Advances in Understanding the Evolution Mechanism of Micropore Defects in Metal Materials under External Loads

Abstract

Micropores are one of the critical factors affecting materials’ performance and service life. As the need for a deeper understanding of micropore evolution and damage mechanisms grows, assessing the mechanical properties of materials containing micropores and predicting the lifespan of related metal structural components becomes increasingly complex. This paper focuses on the evolution process, regularities, and research methods of micropores in metal materials. Based on recent research and practical applications, the key stages of micropore evolution are discussed, encompassing nucleation, growth, coalescence, collapse, interaction, and the influence of other microstructures.
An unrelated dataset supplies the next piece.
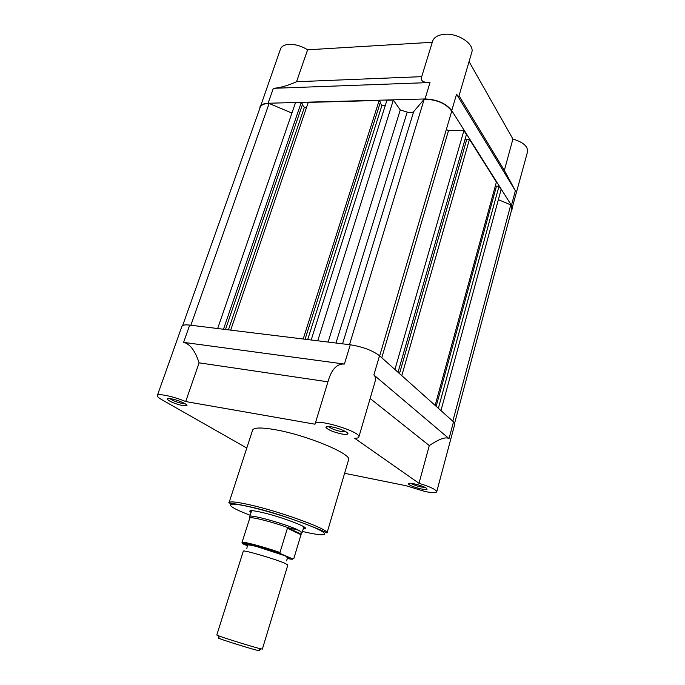 <?xml version="1.0" encoding="UTF-8"?>
<svg xmlns="http://www.w3.org/2000/svg" width="685" height="685" viewBox="0 0 685 685"><rect width="100%" height="100%" fill="white"/><g stroke="black" fill="none" stroke-linecap="round" stroke-linejoin="round"><path stroke-width="1.03" d="M421.446 488.979C414.399 487.343 410.007 485.639 408.269 483.884C408.132 483.071 410.007 483.036 413.903 483.764C422.345 485.819 426.738 487.651 427.055 489.278C426.361 489.681 424.494 489.578 421.446 488.979M410.769 483.293C413.038 484.715 416.523 485.956 421.249 487.001L425.205 487.429M182.955 405.666C174.958 403.808 169.709 401.65 167.2 399.192C167.037 398.473 168.313 398.336 171.027 398.781C177.757 399.86 188.837 404.792 186.705 405.725L182.955 405.666M169.777 398.593C172.663 400.639 176.918 402.275 182.527 403.508L185.053 403.713M342.003 434.025C333.646 432.184 328.312 430.017 325.992 427.526C325.76 426.455 327.67 426.25 331.703 426.901C339.46 428.159 349.924 432.903 347.629 434.076C346.841 434.555 344.966 434.538 342.003 434.025M328.535 426.532C330.958 428.596 335.342 430.3 341.695 431.661L346.062 431.841M251.07 512.466L250.162 511.806C248.518 510.034 252.671 510.291 262.638 512.577C282.648 517.218 311.375 528.323 304.431 528.606L303.309 528.64M327.019 532.981L348.562 459.832C352.518 454.266 306.769 435.129 275.37 429.735C261.422 427.312 253.835 427.44 252.602 430.129L229.064 502.653C229.92 501.12 237.361 501.959 251.369 505.179C282.914 512.397 330.273 529.993 327.019 532.981C323.003 530.575 281.09 513.519 251.532 507.165C233.234 502.901 227.12 503.227 229.064 502.653M344.598 473.292L405.888 485.682L425.128 491.53C432.141 492.9 435.994 492.986 436.713 491.787C436.174 489.612 430.266 486.787 418.997 483.302L429.289 445.575L370.148 398.499M327.944 381.819L199.104 362.836L185.686 401.547C173.673 396.427 157.61 393.079 157.327 395.57C157.096 396.461 158.483 397.771 161.497 399.509L246.788 448.041M199.104 362.836C195.097 350.617 189.925 343.793 183.597 342.372L344.401 364.06C337.534 363.547 332.336 368.504 328.826 378.925L315.023 424.203L185.686 401.547M157.327 395.57L181.927 326.351C182.518 324.998 185.113 324.587 189.694 325.101L350.266 344.778C362.776 346.781 372.529 350.446 379.524 355.755L453.513 421.823L454.78 424.143L436.713 491.787M418.997 483.302L354.736 438.314C357.185 438.289 358.555 437.861 358.837 437.039C361.714 431.892 315.451 417.884 315.049 423.767M358.837 437.039L374.841 382.521C375.851 378.873 375.526 376.356 373.864 374.969L449.017 438.606C445.832 436.602 439.256 438.922 429.289 445.575M287.854 564.928L284.669 563.173C274.497 558.797 242.473 549.498 243.321 551.142L216.794 635.004L218.044 635.603C223.13 637.658 249.7 645.964 258.793 648.335L262.364 649.106L287.854 564.928M258.647 650.288C259.872 650.801 259.726 650.887 258.219 650.544L256.216 650.048C247.97 647.924 224.029 640.432 219.405 638.531C217.967 637.958 217.898 637.803 219.2 638.077M279.985 552.478L287.409 528.229L288.702 527.887C273.255 522.15 250.676 516.413 249.837 517.946L242.01 542.426C241.574 540.962 263.734 546.793 279.985 552.478L280.37 553.583L286.741 556.348L256.293 546.416C246.24 543.847 243.261 543.607 247.345 545.697M301.828 532.921L302.076 532.536L298.532 530.199C300.715 531.269 301.623 532.485 301.246 533.838L293.865 558.455M280.61 553.72C263.819 547.752 239.741 541.475 242.687 543.779L247.336 545.722L246.857 548.548M287.614 558.155C290.902 558.652 290.611 558.052 286.741 556.348L292.752 558.934L293.848 558.498L301.237 533.872M242.687 543.779L242.036 542.529M288.702 527.887L298.532 530.199C287.263 524.513 250.676 514.161 249.888 516.379L249.871 516.841M287.709 527.767L301.186 534.189M287.409 528.229L301.032 534.702M311.178 339.991L386.931 100.25L393.336 100.078L400.271 109.942L407.207 112.092C410.229 112.948 412.396 112.777 413.706 111.569L424.186 99.257L425.179 99.214C437.492 99.753 446.337 103.76 451.715 111.227L379.67 355.883M182.664 325.538L260.197 107.34C261.139 104.959 263.836 103.675 268.272 103.486L269.119 103.478L190.85 325.247M498.363 199.686L510.77 204.892L511.866 208.994L454.626 423.159M269.119 103.478L291.93 113.051M217.659 328.526L295.483 102.741L301.203 102.587L302.565 104.223L225.468 329.485M302.342 104.865L304.38 107.314L306.597 107.254M230.682 330.127L308.259 102.39L379.165 100.464L380.406 102.185L305.056 339.238M380.149 102.99L381.922 105.439L385.321 105.353M446.355 129.431L448.469 130.689L463.925 130.552L466.434 134.525L398.028 372.272M464.901 139.843L466.622 139.834M399.492 373.582L466.768 139.329L469.456 139.32L496.394 182.056L435.138 405.409M495.161 186.551L496.351 186.577M436.165 406.325L496.471 186.149L499.014 186.209L501.12 189.548L440.952 410.606M510.77 204.892L452.811 421.198M301.203 102.587L223.49 329.245M304.38 107.314L228.422 329.845M379.165 100.464L303.198 339.007M381.922 105.439L307.693 339.563M393.336 100.078L317.754 340.796M400.271 109.942L328.124 342.063M424.186 99.257L349.496 344.683M448.469 130.689L381.776 357.758M463.925 130.552L394.911 369.489M469.456 139.32L401.787 375.628M499.014 186.209L438.366 408.294M459.036 95.754L504.348 170.419L515.368 190.764L456.561 94.196L458.667 97.022L471.734 52.522C474.885 44.294 458.385 33 444.676 34.284C438.083 34.875 434.059 37.178 432.612 41.177L421.421 77.593C420.658 80.993 423.518 82.637 430.009 82.534L273.341 88.322C279.84 87.894 287.572 85.702 296.545 81.738L307.608 49.808C301.426 45.963 295.184 44.148 288.873 44.362C284.369 44.73 281.586 46.255 280.525 48.943L259.598 109.018M456.561 94.196L451.74 110.576C445.944 103.289 437.039 99.419 425.017 98.957L268.066 103.255C263.537 103.452 260.788 104.762 259.82 107.185M504.348 170.419L512.911 139.029L469.071 61.599M511.447 210.569L527.57 151.693C527.972 146.376 523.092 142.155 512.911 139.029M512.234 209.079L511.455 205.389L451.74 110.576M296.545 81.738L421.712 76.66M307.608 49.808L432.278 42.273M302.462 531.449C322.943 536.398 331.471 535.875 318.525 529.505C305.904 523.22 273.64 512.483 251.755 507.337C222.908 500.41 224.355 505.59 250.188 515.266M183.597 342.372L189.694 325.101M344.401 364.06L350.266 344.778M373.864 374.969L379.524 355.755M449.017 438.606L453.513 421.823M287.469 558.506C291.211 559.311 292.966 559.448 292.752 558.934M289.875 558.224L287.649 557.761M407.207 112.092L335.984 343.022M413.706 111.569L342.534 343.827M273.341 88.322L268.066 103.255M515.368 190.764L511.455 205.389M430.009 82.534L425.017 98.957M409.39 483.25L408.269 483.884M168.57 398.516L167.2 399.192M327.807 426.524L325.992 427.526M251.523 511.053L250.162 511.806M303.738 527.219L304.431 528.606M346.67 432.235L347.629 434.076M186.055 404.381L186.705 405.725M426.421 488.131L427.055 489.278M258.219 650.544L260.994 648.892M279.822 553.703L286.27 556.425L287.606 558.181L286.399 560.792M256.293 546.416C245.966 544.138 248.689 544.96 247.345 545.714M303.866 526.799L302.085 532.699M301.246 533.838L302.076 532.536M249.837 517.946L249.888 516.379M251.652 510.642L249.794 516.507M219.405 638.531L218.044 635.603M280.37 553.583C264.196 547.538 241.171 542.588 242.01 542.426"/></g></svg>

Firstly, the advantages and limitations of commonly used characterization methods such as scanning electron microscopy, transmission electron microscopy, and X-ray computed tomography are introduced in the study of micropore evolution. Subsequently, critical theoretical models for micropore evolution, such as the Gurson model and its extensions, are summarized. By using a multiscale approach combining the crystal plasticity finite element method, dislocation dynamics, and molecular dynamics, the factors influencing the micropore evolution, such as external stress conditions, internal microstructures, and micropore characteristics, are specifically elaborated, and the basic physical mechanisms of micropore evolution are analyzed. Finally, a comprehensive review and summary of current research trends and key findings are provided, and a forward-looking perspective on future research directions is presented.